El anciano Tommy Lee Jones le tiene que contar un cuento al hijo de Charlize Theron, y el niño se impacienta mientras el viejo no es capaz de arrancarse con unas “Crónicas de Narnia” de las que no entiende ni leche. “¿Sabes de donde viene tu nombre?”, le pregunta entonces al niño. “De mi madre”. “No, hombre, me refiero a la verdadera historia de tu nombre”. En ese momento caí en la cuenta de que el niño se llamaba David, y que el viejo atormentado de la película que no me apetecía ver, le iba a contar la historia de David y las cinco piedras. Y comenzó a decir: "Había dos ejercitos enfrentados. De un lado, el poderoso ejercito filisteo. Del otro, el pueblo de Israel.

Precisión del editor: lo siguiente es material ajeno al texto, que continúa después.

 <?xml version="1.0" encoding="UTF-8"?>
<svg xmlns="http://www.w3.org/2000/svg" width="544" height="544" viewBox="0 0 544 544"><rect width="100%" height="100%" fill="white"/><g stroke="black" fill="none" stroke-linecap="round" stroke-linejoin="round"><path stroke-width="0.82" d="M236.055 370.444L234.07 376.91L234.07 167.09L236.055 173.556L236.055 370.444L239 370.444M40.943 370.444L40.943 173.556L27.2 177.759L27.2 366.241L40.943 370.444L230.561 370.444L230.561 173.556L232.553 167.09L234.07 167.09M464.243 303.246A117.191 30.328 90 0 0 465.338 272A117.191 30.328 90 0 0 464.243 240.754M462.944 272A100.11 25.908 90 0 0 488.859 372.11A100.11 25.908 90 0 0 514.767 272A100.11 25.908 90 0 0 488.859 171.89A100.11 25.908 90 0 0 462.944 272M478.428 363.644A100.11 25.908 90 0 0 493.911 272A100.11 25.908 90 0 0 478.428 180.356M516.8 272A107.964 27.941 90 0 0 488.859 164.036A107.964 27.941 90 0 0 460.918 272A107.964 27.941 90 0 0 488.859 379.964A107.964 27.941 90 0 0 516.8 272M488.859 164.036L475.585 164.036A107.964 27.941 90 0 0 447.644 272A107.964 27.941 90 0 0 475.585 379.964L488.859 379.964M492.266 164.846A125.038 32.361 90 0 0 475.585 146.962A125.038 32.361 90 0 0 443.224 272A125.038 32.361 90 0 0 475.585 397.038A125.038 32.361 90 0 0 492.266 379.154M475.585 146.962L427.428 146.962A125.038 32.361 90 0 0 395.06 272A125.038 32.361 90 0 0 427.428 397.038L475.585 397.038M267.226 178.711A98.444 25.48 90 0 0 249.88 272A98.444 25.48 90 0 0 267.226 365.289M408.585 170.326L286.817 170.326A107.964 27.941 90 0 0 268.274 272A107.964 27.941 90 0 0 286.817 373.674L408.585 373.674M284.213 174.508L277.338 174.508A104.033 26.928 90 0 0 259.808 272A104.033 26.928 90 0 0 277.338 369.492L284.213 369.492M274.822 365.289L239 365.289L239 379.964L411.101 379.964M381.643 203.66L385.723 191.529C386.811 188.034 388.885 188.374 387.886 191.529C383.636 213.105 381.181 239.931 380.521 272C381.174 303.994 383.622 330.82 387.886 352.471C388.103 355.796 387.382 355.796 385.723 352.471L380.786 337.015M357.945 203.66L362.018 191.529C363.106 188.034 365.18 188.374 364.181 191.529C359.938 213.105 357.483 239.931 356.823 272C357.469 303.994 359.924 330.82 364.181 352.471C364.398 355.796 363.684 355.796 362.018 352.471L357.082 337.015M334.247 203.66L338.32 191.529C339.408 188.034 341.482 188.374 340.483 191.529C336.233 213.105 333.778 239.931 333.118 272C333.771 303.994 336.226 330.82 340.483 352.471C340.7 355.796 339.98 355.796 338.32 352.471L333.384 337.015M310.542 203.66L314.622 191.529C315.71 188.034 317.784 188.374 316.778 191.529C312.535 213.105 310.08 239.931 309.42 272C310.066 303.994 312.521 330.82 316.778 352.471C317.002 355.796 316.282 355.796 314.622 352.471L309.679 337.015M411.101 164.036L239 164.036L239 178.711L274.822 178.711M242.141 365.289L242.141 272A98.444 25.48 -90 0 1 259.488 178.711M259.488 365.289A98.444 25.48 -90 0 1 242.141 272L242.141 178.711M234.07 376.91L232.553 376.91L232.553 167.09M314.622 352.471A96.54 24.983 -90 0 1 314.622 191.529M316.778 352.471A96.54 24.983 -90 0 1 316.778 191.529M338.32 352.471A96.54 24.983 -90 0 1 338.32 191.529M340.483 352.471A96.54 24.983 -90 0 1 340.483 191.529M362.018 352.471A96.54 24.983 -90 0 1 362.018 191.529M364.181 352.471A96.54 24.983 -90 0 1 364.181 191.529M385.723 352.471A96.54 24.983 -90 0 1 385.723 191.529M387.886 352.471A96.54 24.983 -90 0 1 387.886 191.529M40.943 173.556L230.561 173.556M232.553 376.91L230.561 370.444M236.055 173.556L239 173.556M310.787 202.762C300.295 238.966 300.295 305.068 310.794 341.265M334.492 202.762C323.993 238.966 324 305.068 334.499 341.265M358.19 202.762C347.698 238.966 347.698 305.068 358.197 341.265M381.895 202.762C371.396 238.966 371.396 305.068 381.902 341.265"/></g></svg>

Y entre ambos se abría la llanura del Valle de Elah”.
No me lo podía creer. A medida que Tommy Lee Jones iba contando como David se merendó a Goliat de un cantazo en la cabeza, sentía en mi interior que era Dios el que me la contaba a mi.
Ella me miraba entre incrédula y molesta, pues esa tarde le había machacado varias veces con la historia de David y Goliat, con las cinco piedras, con la confianza en Dios... “Tu ya has visto esta peli... me has traído a posta...”. “!Pero si la has escogido tu... yo no sabía nada de ella...”.

Solo me quedaba un detalle, una firma a pie de página que me confirmase que era Dios el que a su manera, me hablaba y me pedía tiempo y confianza para acabar su obra. “Si el viejo cita el detalle –ignorado por casi todos- de que eran cinco las piedras que cogió David, me meo en el sitio”. Al final no me lo hice encima, pero el viejo lo dijo. Lo dijo y quise llorar, que parasen la película, quise ponerme de pie y gritarle a toda la sala que Dios existe, que Él actúa en tu vida si te pones a tiro, que habla a voces si uno abre las orejas, y que si hace falta para que le hagas caso es capaz de bailar claqué sobre una chincheta.

De eso hace ya un mes, y no ha sido hasta hoy cuando he visto la manera de contarle a todo el mundo como aquel día que amaneció oscuro, anocheció luminoso, porque Dios, una vez más, me dio una señal.

Desde entonces no ha vuelto a anochecer, y ya van treinta días.

Y al final, la última respuesta: El niño le pregunta a su madre en la última escena, como el rey había dejado a David luchar contra Goliat, siendo apenas otro niño. "¿Mamá, y David no tenía miedo?". "Si, lo tenía".